Assigned task: Reproduce the data exactly, leaving nothing out.

Stored records:
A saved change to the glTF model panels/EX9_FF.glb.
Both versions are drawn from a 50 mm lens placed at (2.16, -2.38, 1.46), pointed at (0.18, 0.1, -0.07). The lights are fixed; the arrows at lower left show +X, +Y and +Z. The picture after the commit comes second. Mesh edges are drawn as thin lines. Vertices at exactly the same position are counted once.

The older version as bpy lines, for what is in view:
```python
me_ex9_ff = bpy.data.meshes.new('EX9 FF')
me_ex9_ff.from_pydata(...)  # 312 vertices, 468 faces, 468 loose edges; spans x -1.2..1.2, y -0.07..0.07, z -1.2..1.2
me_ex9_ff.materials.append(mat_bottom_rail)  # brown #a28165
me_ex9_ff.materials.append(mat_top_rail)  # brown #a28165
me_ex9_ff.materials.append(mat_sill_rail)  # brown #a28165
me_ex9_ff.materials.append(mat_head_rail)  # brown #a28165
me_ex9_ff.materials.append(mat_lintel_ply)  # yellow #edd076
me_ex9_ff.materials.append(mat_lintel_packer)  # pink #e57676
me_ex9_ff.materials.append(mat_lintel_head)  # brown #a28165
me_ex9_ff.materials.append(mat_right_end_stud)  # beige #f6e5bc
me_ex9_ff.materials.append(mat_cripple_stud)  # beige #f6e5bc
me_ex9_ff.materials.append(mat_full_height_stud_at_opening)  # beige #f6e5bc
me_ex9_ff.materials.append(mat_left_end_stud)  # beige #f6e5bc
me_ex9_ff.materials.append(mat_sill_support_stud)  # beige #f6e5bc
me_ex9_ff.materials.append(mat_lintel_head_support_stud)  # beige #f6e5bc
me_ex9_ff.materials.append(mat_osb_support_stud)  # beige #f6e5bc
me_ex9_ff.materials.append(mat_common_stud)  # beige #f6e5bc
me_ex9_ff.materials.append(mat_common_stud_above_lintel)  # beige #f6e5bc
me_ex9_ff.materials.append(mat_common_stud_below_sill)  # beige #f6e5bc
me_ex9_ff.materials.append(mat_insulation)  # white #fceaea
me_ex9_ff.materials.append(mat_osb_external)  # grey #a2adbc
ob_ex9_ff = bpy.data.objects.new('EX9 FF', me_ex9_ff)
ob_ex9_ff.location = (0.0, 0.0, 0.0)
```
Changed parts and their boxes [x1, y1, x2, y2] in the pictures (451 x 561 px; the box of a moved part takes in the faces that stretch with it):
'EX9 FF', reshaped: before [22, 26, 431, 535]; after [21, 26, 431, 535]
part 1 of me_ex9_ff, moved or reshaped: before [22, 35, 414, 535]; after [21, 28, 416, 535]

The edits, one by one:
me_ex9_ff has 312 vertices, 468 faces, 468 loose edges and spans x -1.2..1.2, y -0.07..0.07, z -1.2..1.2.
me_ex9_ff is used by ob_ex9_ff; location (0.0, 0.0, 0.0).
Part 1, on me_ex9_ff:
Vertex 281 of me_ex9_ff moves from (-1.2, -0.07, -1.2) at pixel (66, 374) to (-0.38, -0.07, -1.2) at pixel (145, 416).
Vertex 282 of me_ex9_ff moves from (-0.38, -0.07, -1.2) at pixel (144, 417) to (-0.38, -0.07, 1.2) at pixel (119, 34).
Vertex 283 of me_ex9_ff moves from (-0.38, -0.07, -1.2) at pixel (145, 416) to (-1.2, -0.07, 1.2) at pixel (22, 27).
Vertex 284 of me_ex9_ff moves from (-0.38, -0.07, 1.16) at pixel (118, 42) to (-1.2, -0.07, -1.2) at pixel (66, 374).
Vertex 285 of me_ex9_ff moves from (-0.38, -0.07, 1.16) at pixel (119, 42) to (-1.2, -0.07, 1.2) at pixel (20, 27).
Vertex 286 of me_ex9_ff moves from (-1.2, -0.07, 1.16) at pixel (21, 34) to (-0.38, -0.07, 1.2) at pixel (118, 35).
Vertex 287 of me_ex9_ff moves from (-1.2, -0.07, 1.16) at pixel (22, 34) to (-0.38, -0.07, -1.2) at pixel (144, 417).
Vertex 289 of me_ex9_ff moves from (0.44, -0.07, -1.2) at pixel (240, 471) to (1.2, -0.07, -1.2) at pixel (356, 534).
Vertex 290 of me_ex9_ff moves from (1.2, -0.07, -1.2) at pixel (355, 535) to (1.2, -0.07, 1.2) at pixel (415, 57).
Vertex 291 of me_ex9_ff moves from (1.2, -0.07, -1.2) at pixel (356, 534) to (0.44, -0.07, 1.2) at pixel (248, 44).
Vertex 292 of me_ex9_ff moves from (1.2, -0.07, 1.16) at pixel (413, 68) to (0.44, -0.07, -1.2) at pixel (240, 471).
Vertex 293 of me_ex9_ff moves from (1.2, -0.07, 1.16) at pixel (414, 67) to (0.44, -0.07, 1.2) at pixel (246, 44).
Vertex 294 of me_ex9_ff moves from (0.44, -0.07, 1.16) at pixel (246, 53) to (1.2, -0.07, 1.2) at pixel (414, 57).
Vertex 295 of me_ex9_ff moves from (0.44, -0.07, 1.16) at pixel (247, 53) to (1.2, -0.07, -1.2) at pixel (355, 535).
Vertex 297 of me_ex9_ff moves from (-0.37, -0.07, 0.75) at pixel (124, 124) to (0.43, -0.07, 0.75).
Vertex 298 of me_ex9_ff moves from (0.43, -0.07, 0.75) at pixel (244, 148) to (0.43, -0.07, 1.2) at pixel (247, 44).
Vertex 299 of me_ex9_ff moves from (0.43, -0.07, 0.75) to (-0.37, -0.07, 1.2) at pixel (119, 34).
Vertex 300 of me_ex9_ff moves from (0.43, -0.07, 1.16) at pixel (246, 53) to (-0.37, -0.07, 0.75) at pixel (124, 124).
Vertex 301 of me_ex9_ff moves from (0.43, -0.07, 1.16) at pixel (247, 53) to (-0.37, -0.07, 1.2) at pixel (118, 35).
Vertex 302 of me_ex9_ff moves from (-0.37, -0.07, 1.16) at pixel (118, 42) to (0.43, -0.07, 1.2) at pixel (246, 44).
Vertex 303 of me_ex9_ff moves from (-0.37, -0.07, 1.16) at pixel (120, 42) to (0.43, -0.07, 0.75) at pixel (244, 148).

Problem solution:
A saved change to the glTF model panels/EX9_FF.glb.
Both versions are drawn from a 50 mm lens placed at (2.16, -2.38, 1.46), pointed at (0.18, 0.1, -0.07). The lights are fixed; the arrows at lower left show +X, +Y and +Z. The picture after the commit comes second. Mesh edges are drawn as thin lines. Vertices at exactly the same position are counted once.

The older version as bpy lines, for what is in view:
```python
me_ex9_ff = bpy.data.meshes.new('EX9 FF')
me_ex9_ff.from_pydata(...)  # 312 vertices, 468 faces, 468 loose edges; spans x -1.2..1.2, y -0.07..0.07, z -1.2..1.2
me_ex9_ff.materials.append(mat_bottom_rail)  # brown #a28165
me_ex9_ff.materials.append(mat_top_rail)  # brown #a28165
me_ex9_ff.materials.append(mat_sill_rail)  # brown #a28165
me_ex9_ff.materials.append(mat_head_rail)  # brown #a28165
me_ex9_ff.materials.append(mat_lintel_ply)  # yellow #edd076
me_ex9_ff.materials.append(mat_lintel_packer)  # pink #e57676
me_ex9_ff.materials.append(mat_lintel_head)  # brown #a28165
me_ex9_ff.materials.append(mat_right_end_stud)  # beige #f6e5bc
me_ex9_ff.materials.append(mat_cripple_stud)  # beige #f6e5bc
me_ex9_ff.materials.append(mat_full_height_stud_at_opening)  # beige #f6e5bc
me_ex9_ff.materials.append(mat_left_end_stud)  # beige #f6e5bc
me_ex9_ff.materials.append(mat_sill_support_stud)  # beige #f6e5bc
me_ex9_ff.materials.append(mat_lintel_head_support_stud)  # beige #f6e5bc
me_ex9_ff.materials.append(mat_osb_support_stud)  # beige #f6e5bc
me_ex9_ff.materials.append(mat_common_stud)  # beige #f6e5bc
me_ex9_ff.materials.append(mat_common_stud_above_lintel)  # beige #f6e5bc
me_ex9_ff.materials.append(mat_common_stud_below_sill)  # beige #f6e5bc
me_ex9_ff.materials.append(mat_insulation)  # white #fceaea
me_ex9_ff.materials.append(mat_osb_external)  # grey #a2adbc
ob_ex9_ff = bpy.data.objects.new('EX9 FF', me_ex9_ff)
ob_ex9_ff.location = (0.0, 0.0, 0.0)
```
Changed parts and their boxes [x1, y1, x2, y2] in the pictures (451 x 561 px; the box of a moved part takes in the faces that stretch with it):
'EX9 FF', reshaped: before [22, 26, 431, 535]; after [21, 26, 431, 535]
part 1 of me_ex9_ff, moved or reshaped: before [22, 35, 414, 535]; after [21, 28, 416, 535]

The edits, one by one:
me_ex9_ff has 312 vertices, 468 faces, 468 loose edges and spans x -1.2..1.2, y -0.07..0.07, z -1.2..1.2.
me_ex9_ff is used by ob_ex9_ff; location (0.0, 0.0, 0.0).
Part 1, on me_ex9_ff:
Vertex 281 of me_ex9_ff moves from (-1.2, -0.07, -1.2) at pixel (66, 374) to (-0.38, -0.07, -1.2) at pixel (145, 416).
Vertex 282 of me_ex9_ff moves from (-0.38, -0.07, -1.2) at pixel (144, 417) to (-0.38, -0.07, 1.2) at pixel (119, 34).
Vertex 283 of me_ex9_ff moves from (-0.38, -0.07, -1.2) at pixel (145, 416) to (-1.2, -0.07, 1.2) at pixel (22, 27).
Vertex 284 of me_ex9_ff moves from (-0.38, -0.07, 1.16) at pixel (118, 42) to (-1.2, -0.07, -1.2) at pixel (66, 374).
Vertex 285 of me_ex9_ff moves from (-0.38, -0.07, 1.16) at pixel (119, 42) to (-1.2, -0.07, 1.2) at pixel (20, 27).
Vertex 286 of me_ex9_ff moves from (-1.2, -0.07, 1.16) at pixel (21, 34) to (-0.38, -0.07, 1.2) at pixel (118, 35).
Vertex 287 of me_ex9_ff moves from (-1.2, -0.07, 1.16) at pixel (22, 34) to (-0.38, -0.07, -1.2) at pixel (144, 417).
Vertex 289 of me_ex9_ff moves from (0.44, -0.07, -1.2) at pixel (240, 471) to (1.2, -0.07, -1.2) at pixel (356, 534).
Vertex 290 of me_ex9_ff moves from (1.2, -0.07, -1.2) at pixel (355, 535) to (1.2, -0.07, 1.2) at pixel (415, 57).
Vertex 291 of me_ex9_ff moves from (1.2, -0.07, -1.2) at pixel (356, 534) to (0.44, -0.07, 1.2) at pixel (248, 44).
Vertex 292 of me_ex9_ff moves from (1.2, -0.07, 1.16) at pixel (413, 68) to (0.44, -0.07, -1.2) at pixel (240, 471).
Vertex 293 of me_ex9_ff moves from (1.2, -0.07, 1.16) at pixel (414, 67) to (0.44, -0.07, 1.2) at pixel (246, 44).
Vertex 294 of me_ex9_ff moves from (0.44, -0.07, 1.16) at pixel (246, 53) to (1.2, -0.07, 1.2) at pixel (414, 57).
Vertex 295 of me_ex9_ff moves from (0.44, -0.07, 1.16) at pixel (247, 53) to (1.2, -0.07, -1.2) at pixel (355, 535).
Vertex 297 of me_ex9_ff moves from (-0.37, -0.07, 0.75) at pixel (124, 124) to (0.43, -0.07, 0.75).
Vertex 298 of me_ex9_ff moves from (0.43, -0.07, 0.75) at pixel (244, 148) to (0.43, -0.07, 1.2) at pixel (247, 44).
Vertex 299 of me_ex9_ff moves from (0.43, -0.07, 0.75) to (-0.37, -0.07, 1.2) at pixel (119, 34).
Vertex 300 of me_ex9_ff moves from (0.43, -0.07, 1.16) at pixel (246, 53) to (-0.37, -0.07, 0.75) at pixel (124, 124).
Vertex 301 of me_ex9_ff moves from (0.43, -0.07, 1.16) at pixel (247, 53) to (-0.37, -0.07, 1.2) at pixel (118, 35).
Vertex 302 of me_ex9_ff moves from (-0.37, -0.07, 1.16) at pixel (118, 42) to (0.43, -0.07, 1.2) at pixel (246, 44).
Vertex 303 of me_ex9_ff moves from (-0.37, -0.07, 1.16) at pixel (120, 42) to (0.43, -0.07, 0.75) at pixel (244, 148).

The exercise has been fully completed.